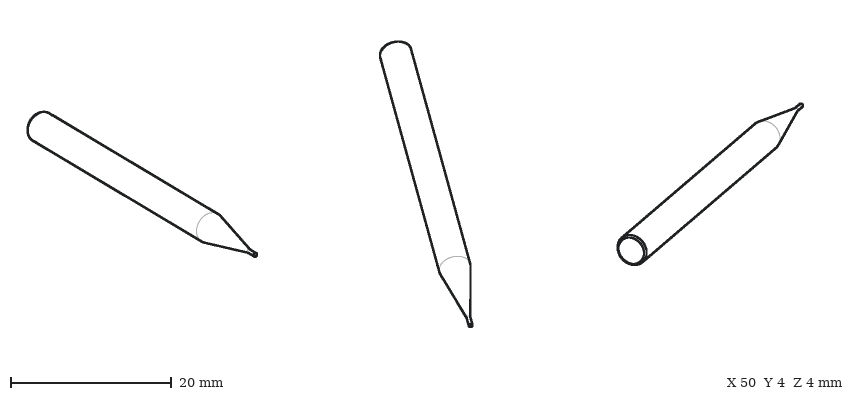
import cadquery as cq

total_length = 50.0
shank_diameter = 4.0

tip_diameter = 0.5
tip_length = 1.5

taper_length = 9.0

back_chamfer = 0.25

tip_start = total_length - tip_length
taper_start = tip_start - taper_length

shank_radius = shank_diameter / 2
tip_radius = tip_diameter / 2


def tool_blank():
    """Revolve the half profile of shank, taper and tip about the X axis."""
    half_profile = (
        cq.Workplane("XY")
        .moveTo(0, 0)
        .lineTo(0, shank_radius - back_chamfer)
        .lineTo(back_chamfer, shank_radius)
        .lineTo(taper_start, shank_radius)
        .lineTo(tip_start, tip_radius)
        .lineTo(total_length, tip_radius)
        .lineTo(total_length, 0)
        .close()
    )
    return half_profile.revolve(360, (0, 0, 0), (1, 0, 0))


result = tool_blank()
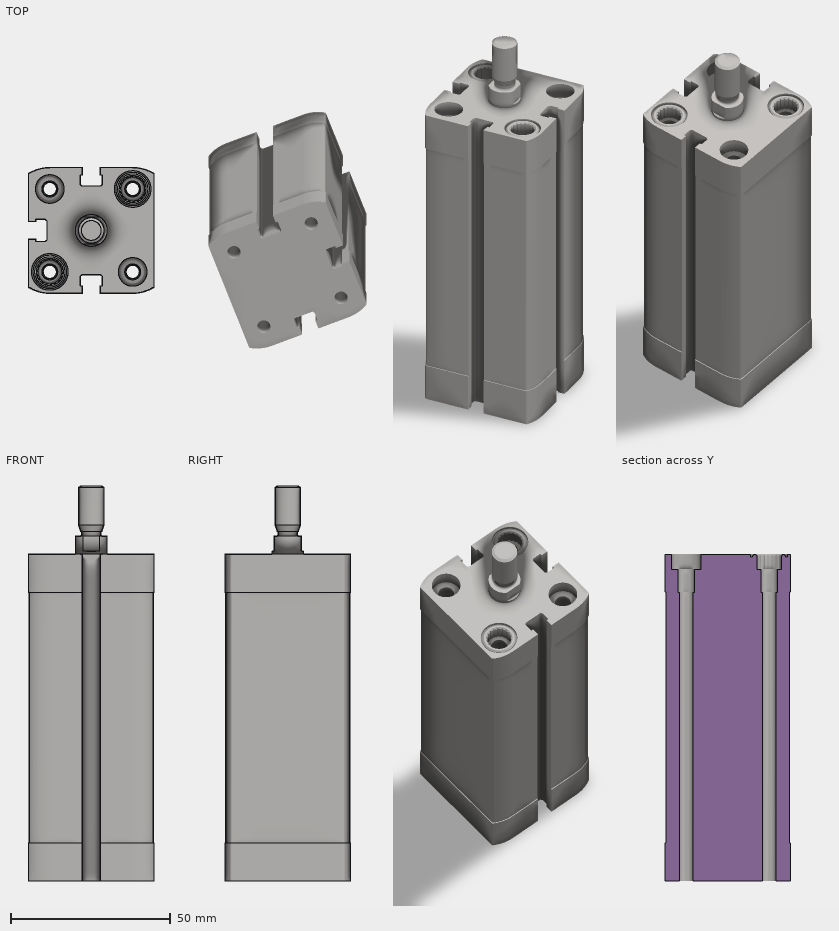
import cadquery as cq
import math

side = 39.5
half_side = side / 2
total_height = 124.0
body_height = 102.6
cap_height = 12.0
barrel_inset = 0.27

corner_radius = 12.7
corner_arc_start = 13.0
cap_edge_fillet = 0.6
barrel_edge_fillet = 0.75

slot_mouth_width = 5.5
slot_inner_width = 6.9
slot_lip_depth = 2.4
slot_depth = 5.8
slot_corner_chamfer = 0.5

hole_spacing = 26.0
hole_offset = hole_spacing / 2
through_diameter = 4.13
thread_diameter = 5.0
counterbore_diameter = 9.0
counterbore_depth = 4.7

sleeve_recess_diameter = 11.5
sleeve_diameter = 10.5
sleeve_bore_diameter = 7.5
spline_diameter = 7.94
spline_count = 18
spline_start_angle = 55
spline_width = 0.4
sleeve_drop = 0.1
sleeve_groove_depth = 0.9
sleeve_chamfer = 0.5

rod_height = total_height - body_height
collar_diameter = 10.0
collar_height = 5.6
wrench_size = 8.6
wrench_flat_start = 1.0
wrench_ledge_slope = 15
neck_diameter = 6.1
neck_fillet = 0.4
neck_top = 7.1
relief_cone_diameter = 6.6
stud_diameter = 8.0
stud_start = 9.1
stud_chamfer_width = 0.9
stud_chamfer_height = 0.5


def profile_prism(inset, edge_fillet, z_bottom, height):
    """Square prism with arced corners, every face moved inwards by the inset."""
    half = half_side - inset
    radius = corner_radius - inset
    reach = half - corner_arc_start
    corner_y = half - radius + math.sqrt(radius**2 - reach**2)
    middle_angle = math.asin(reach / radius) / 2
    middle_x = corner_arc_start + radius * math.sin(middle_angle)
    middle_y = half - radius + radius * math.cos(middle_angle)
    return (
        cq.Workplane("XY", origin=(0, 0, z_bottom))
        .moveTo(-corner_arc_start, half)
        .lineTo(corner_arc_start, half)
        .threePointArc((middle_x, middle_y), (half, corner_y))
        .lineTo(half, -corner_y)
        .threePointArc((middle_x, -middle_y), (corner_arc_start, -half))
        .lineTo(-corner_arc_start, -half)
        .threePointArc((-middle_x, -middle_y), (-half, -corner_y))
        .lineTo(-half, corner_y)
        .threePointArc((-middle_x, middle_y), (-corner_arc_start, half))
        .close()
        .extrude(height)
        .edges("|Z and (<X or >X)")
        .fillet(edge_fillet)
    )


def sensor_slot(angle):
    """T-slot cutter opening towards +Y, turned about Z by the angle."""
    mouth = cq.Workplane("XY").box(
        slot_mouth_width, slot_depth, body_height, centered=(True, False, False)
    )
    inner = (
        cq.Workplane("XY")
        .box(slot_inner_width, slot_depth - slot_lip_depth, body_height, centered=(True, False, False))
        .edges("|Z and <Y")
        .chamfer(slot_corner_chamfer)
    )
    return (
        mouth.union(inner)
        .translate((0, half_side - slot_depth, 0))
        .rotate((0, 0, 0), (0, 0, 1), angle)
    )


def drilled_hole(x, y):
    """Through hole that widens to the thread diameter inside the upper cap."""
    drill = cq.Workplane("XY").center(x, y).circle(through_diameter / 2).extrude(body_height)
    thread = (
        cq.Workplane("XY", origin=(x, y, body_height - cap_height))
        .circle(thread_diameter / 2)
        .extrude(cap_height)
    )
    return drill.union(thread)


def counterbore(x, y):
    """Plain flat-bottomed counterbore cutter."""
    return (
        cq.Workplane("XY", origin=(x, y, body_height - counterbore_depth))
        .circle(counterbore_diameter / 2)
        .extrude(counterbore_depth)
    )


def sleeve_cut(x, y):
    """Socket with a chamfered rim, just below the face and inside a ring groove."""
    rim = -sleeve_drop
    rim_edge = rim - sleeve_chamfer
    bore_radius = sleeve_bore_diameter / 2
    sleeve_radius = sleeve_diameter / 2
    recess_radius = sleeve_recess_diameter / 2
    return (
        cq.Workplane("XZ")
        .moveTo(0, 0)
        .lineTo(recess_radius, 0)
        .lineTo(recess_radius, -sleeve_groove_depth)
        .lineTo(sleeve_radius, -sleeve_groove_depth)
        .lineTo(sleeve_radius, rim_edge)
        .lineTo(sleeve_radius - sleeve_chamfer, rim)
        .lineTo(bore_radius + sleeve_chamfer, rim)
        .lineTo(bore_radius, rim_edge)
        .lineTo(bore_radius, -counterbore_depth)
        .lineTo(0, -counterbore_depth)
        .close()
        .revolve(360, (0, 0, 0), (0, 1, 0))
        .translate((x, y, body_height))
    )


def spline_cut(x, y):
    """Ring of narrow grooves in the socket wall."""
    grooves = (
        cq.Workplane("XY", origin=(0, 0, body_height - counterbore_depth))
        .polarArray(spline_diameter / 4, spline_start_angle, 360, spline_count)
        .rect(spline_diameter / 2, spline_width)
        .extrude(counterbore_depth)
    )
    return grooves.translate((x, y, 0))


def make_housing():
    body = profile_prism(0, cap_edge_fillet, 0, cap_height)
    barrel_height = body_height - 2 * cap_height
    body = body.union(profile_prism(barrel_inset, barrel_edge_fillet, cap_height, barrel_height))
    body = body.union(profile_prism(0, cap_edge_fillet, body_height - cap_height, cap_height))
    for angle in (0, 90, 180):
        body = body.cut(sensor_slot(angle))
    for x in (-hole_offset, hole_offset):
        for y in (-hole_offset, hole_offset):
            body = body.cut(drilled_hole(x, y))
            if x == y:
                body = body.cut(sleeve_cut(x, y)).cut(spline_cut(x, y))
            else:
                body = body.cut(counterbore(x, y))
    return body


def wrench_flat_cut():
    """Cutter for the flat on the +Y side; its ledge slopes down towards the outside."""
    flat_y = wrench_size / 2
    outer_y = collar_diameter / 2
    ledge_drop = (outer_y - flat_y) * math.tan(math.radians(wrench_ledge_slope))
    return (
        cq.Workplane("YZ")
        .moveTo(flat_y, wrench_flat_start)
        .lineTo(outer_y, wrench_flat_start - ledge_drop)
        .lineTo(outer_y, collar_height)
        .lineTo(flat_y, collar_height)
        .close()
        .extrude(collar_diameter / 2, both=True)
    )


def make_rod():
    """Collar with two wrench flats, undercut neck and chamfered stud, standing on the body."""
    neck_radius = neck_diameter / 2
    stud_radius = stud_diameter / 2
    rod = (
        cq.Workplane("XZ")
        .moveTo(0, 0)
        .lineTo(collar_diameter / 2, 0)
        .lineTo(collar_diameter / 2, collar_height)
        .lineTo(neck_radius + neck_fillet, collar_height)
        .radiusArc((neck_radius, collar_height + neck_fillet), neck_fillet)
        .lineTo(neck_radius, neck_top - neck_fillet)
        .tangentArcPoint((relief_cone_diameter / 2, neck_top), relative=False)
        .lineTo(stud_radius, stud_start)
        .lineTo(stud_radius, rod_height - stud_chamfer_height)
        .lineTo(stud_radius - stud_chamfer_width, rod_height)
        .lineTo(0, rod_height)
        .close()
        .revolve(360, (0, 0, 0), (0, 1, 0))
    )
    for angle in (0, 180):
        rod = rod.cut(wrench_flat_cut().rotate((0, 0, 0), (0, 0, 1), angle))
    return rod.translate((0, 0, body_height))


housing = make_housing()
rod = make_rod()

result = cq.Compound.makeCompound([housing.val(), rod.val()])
|---|
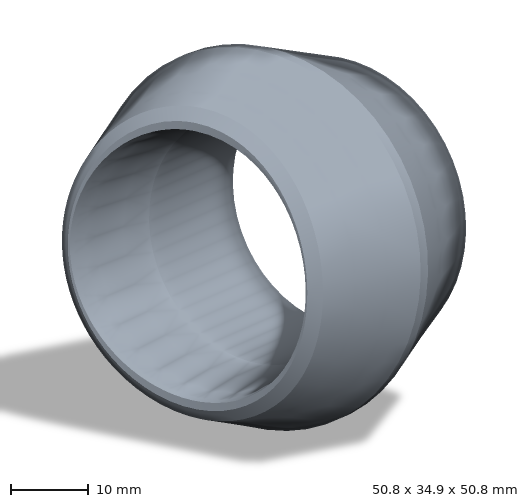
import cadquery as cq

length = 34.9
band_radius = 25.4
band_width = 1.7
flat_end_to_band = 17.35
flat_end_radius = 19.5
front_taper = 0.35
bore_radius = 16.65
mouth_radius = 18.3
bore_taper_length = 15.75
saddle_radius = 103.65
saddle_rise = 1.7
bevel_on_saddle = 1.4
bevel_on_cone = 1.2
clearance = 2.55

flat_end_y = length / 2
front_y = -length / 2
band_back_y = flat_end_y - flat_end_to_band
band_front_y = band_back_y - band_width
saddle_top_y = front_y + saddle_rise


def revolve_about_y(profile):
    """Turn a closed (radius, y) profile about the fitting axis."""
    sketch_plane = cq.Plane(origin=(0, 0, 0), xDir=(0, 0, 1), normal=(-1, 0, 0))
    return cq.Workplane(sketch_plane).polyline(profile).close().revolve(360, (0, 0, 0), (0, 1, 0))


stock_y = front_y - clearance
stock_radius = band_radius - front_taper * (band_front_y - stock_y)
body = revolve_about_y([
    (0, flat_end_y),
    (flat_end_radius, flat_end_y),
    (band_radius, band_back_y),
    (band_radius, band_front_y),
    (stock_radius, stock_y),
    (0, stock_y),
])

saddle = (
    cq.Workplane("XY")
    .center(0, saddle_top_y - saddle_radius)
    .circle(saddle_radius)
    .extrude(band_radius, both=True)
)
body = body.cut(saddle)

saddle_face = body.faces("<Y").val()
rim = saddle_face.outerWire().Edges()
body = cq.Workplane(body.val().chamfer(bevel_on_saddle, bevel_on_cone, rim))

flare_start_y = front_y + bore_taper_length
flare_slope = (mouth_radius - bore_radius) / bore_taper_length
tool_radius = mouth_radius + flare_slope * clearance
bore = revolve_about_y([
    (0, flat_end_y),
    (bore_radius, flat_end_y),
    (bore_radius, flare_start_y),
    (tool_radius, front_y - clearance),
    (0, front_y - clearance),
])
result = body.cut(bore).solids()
|---|
▶ **ABOUT THIS TASK**: Using the records above, filter out every line that lacks the string "origin" and copy the rest.

▶ **TASK OUTPUT**:
        cq.Workplane("XY", origin=(0, 0, z_bottom))
        cq.Workplane("XY", origin=(x, y, body_height - cap_height))
        cq.Workplane("XY", origin=(x, y, body_height - counterbore_depth))
        cq.Workplane("XY", origin=(0, 0, body_height - counterbore_depth))
    sketch_plane = cq.Plane(origin=(0, 0, 0), xDir=(0, 0, 1), normal=(-1, 0, 0))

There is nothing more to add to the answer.